Eserin sinemaya uyarlanması için yıllarca elinden geleni ardına koymayan, Tehlikeli İlişkiler ve Öldüren Cazibe filmlerinin unutulmaz oyuncusu Glenn Close sonunda muradına ermiş, ama çekimler sırasında zatürreye yakalanmaktan da kurtulamamış.
Albert Nobbs'da otele badana için gelen yakışıklı boyacı rolünde Janet McTeer de En İyi Yardımcı Kadın Oyuncu Oscarı adaylığı kazanmıştı. Erkeksi enerji salma konusunda Albert'e göre çok daha atılgan ve hoyrat olan Hubert önce başkahramanımızın kafasını karıştıracak, daha sonraları ise yıllar boyunca içinde gizlediği sırları dışa vurmasında başlıca katalizör görevini üstlenecektir.

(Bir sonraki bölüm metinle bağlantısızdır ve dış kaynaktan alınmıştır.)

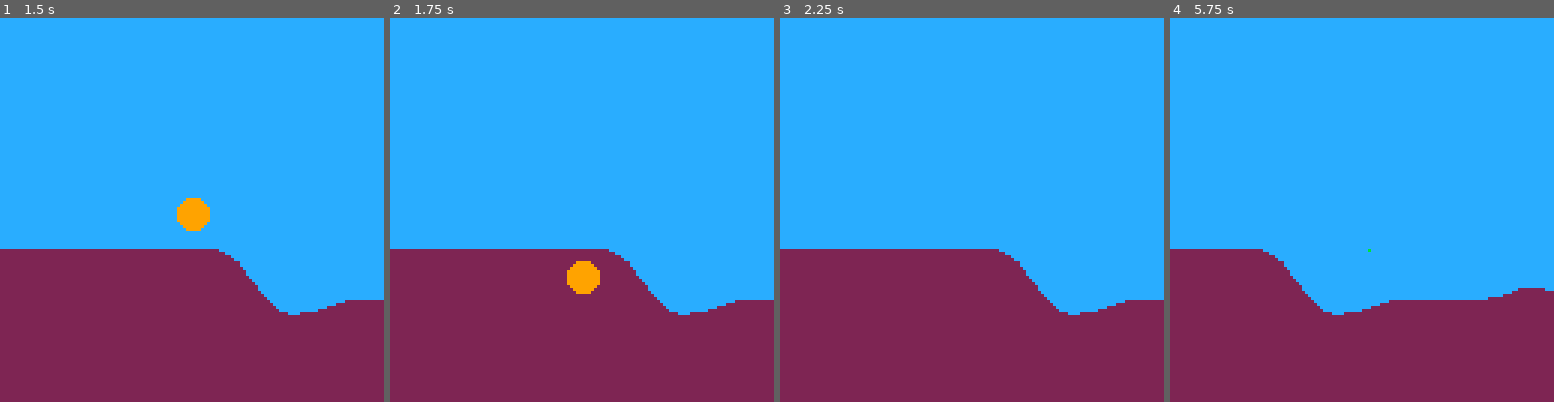
Above: before the commit, frames 1-4 (left to right).
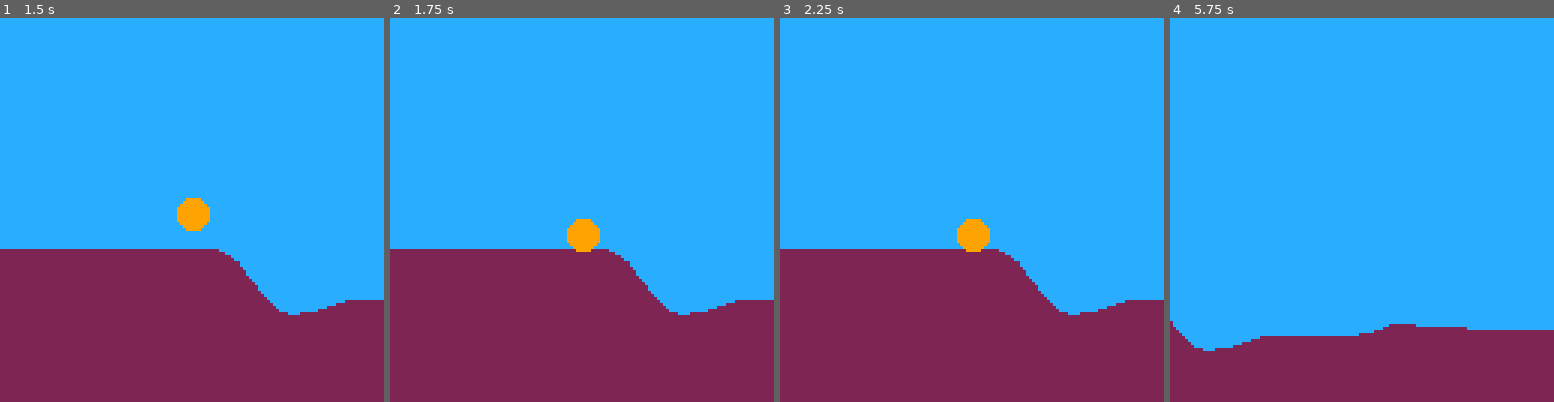
Above: after the commit, the same moments.

Repository: ajbowen249/pico_rico
Game: PICO-8 cartridge pico_rico.p8
Same seed, same stepped clock (60 frames per second), same inputs: the game is played once before the commit and once after it.
Inputs:
- Up to frame 1 (1.5 s): tap X (X key) at 0.33, 0.7, 1.43 s; tap O (Z key) at 1.07 s
- Up to frame 2 (1.75 s): no input
- Up to frame 3 (2.25 s): tap O (Z key) at 1.8 s
- Up to frame 4 (5.75 s): hold Right 2.33-3.33 s; tap O (Z key) every 0.63 s from 2.43 to 5.6 s; tap X (X key) every 0.52 s from 2.58 to 5.68 s; hold Right 3.38-4.22 s; hold Up 4.27-4.67 s; hold Right 4.72-5.72 s

Frame 1 is identical in both runs. In frame 2, 1.2% of the frame differs, in the area x 46-55%, y 52-72%; in frame 3, 0.6%; in frame 4, 13%, in the area x 0-100%, y 60-87%.

Commit message:
more wip

Diff:
--- a/pico_rico.p8
+++ b/pico_rico.p8
@@ -137,99 +137,41 @@
   end)
 end
 
--- eps = 0.0001
-eps = 0.0000152587890625
-
-function sq(x)
-  return x * x
-end
-
--- pulled from
--- https://rosettacode.org/wiki/line_circle_intersection#lua
--- returns the intersection points (if any) of a circle, center 'cp' with radius 'r', and either an infinite line containing the points 'p1' and 'p2' or a
--- segment drawn between those points.
-function line_circle_intersect(p1, p2, cp, r, segment)
-  local res = {}
-  local x0, y0 = cp.x, cp.y
-  local x1, y1 = p1.x, p1.y
-  local x2, y2 = p2.x, p2.y
-  local _a = y2 - y1
-  local _b = x1 - x2
-  local _c = x2 * y1 - x1 * y2
-  local a = sq(_a) + sq(_b)
-  local b, c
-  local bnz = true
-  if abs(_b) >= eps then
-    b = 2 * (_a * _c + _a * _b * y0 - sq(_b) * x0)
-    c = sq(_c) + 2 * _b * _c * y0 - sq(_b) * (sq(r) - sq(x0) - sq(y0))
-  else
-    b = 2 * (_b * _c + _a * _b * x0 - sq(_a) * y0)
-    c = sq(_c) + 2 * _a * _c * x0 - sq(_a) * (sq(r) - sq(x0) - sq(y0))
-    bnz = false
-  end
-
-  local d = sq(b) - 4 * a * c -- discriminant
-  if d < 0 then
-    return res
-  end
-
-  -- checks whether a point is within a segment
-  function within(x, y)
-    local d1 = sqrt(sq(x2 - x1) + sq(y2 - y1)) -- distance between end-points
-    local d2 = sqrt(sq(x - x1) + sq(y - y1))   -- distance from point to one end
-    local d3 = sqrt(sq(x2 - x) + sq(y2 - y))   -- distance from point to other end
-    local d4 = sqrt(sq(cp.x - x) + sq(cp.y - y))   -- distance from center to point
-    local delta = d1 - d2 - d3
-    return abs(delta) < eps and d4 <= r
-  end
-
-  function fx(x)
-      return -(_a * x + _c) / _b
-  end
-
-  function fy(y)
-    return -(_b * y + _c) / _a
-  end
-
-  function rxy(x, y)
-    if (not segment or within(x, y)) then
-      res[#res + 1] = new_point(x, y)
-    end
-  end
-
-  local x, y
-  if d == 0 then
-    -- line is tangent to circle, so just one intersect at most
-    if bnz then
-      x = -b / (2 * a)
-      y = fx(x)
-      rxy(x, y)
+function get_point_distance(p1, p2)
+  local a = p2.x - p1.x
+  local b = p2.y - p1.y
+  return sqrt((a * a) + (b * b))
+end
+
+-- improve: this is way slower than it needs to be...
+-- tried to pull one off of rosettacode and it was very cryptic with issues. would break even when ricos were moving less than one size per frame
+-- the fact that we already rasterize the line at draw time could come in handy here, though...
+-- ... but, then, tying physics to drawing routines sounds bad
+function line_circle_intersect(p1, p2, center, radius)
+    local rise = p2.y - p1.y
+    local run = p2.x - p1.x
+    local slope = rise / run
+
+    local intersecting_points = {}
+
+    local drawing_point = new_point(p1.x, p1.y)
+    while drawing_point.x <= p2.x do
+      local distance = get_point_distance(center, drawing_point)
+      if distance <= radius then
+        intersecting_points[#intersecting_points + 1] = new_point(drawing_point.x, drawing_point.y)
+      end
+      drawing_point.x += 1
+      drawing_point.y += slope
+    end
+
+    if #intersecting_points <= 2 then
+      return intersecting_points
     else
-      y = -b / (2 * a)
-      x = fy(y)
-      rxy(x, y)
-    end
-  else
-    -- two intersects at most
-    d = sqrt(d)
-    if bnz then
-      x = (-b + d) / (2 * a)
-      y = fx(x)
-      rxy(x, y)
-      x = (-b - d) / (2 * a)
-      y = fx(x)
-      rxy(x, y)
-    else
-      y = (-b + d) / (2 * a)
-      x = fy(y)
-      rxy(x, y)
-      y = (-b - d) / (2 * a)
-      x = fy(y)
-      rxy(x, y)
-    end
-  end
-
-  return res
+      return {
+        intersecting_points[1],
+        intersecting_points[#intersecting_points],
+      }
+    end
 end
 
 -->8
@@ -414,7 +356,7 @@
       for point_i, point in ipairs(points) do
         if point_i < #points then
           local next = points[point_i + 1]
-          local intersecting_points = line_circle_intersect(point, next, location, size, true)
+          local intersecting_points = line_circle_intersect(point, next, location, size)
           if #intersecting_points > 0 then
             intersections[#intersections + 1] = {
               points = intersecting_points
@@ -444,8 +386,7 @@
 
       local colliding_segments = get_colliding_segments(next_point, self.size, window)
       if #colliding_segments > 0 then
-        pset(colliding_segments[1].points[1].x, colliding_segments[1].points[1].y, 11)
-        stop()
+        next_point = self.location
         next_velocity.y = 0
       else
         next_velocity.y -= gravity

Karşı cinsin kılığına girerek hayata karışmayı seven ve bunu özellikle erkek egemen topluma bir başkaldırı jesti olarak yürüten Cross-dressing militanlarından epey ders almışa benziyor McTeer. Aklıma Gabrielle Baur'un yıllar önce yönettiği ödüllü Venus Boyz belgeseline konu olan Drag-king hareketi de gelmedi değil.

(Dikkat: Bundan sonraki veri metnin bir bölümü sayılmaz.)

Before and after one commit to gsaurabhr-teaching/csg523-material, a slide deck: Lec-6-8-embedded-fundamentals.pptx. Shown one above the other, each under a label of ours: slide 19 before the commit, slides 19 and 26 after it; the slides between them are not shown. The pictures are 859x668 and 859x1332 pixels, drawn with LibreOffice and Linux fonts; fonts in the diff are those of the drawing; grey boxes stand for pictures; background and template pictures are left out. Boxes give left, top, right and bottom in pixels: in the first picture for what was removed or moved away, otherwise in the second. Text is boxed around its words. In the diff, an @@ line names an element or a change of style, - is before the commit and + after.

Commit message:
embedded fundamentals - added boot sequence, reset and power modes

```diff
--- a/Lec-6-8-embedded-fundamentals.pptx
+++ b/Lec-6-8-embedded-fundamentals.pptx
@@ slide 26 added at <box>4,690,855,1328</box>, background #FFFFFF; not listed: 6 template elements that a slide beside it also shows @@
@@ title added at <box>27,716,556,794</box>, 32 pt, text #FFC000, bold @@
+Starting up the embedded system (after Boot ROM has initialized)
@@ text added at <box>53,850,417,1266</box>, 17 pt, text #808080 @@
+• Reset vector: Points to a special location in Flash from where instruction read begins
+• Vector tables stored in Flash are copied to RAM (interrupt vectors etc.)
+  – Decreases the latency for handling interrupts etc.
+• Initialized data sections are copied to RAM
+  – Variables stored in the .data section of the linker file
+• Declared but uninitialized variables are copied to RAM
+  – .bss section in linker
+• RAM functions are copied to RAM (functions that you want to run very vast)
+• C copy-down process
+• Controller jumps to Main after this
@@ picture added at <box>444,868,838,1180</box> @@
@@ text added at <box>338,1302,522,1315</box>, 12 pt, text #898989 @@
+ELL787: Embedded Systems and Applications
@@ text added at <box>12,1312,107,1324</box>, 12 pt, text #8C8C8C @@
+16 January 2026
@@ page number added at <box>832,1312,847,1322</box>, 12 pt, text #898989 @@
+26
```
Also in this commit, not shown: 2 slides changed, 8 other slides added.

Anglofon toplumlarda drag-queen olarak tanımlanan abartılı kadın kılığındaki erkeklere nazire yapan erkek kılığındaki kadınlar drag-kinglerin özgürleşmeye yönelik atölyeleri Türkiye'de de uygulandı: "Bir günlüğüne de olsa diğer cinsiyetin kodlarını deneyimlemeye çalışmak bizi özgürleştirir mi?" sorusundan yola çıkan atölye, başından geçen olaylar sonrasında zoraki trans erkek kimliğinde sıkışıp kalan Albert'e de faydalı olurdu mutlaka.
Genç enerji
Fakat filmimizin albenisi bununla sınırlı değil. Şirin oteldeki genç hizmetçi Helen'ı oynayan Mia Wasikowska Avustralya'nın sinemaya hediye ettiği son cevher sayılabilir.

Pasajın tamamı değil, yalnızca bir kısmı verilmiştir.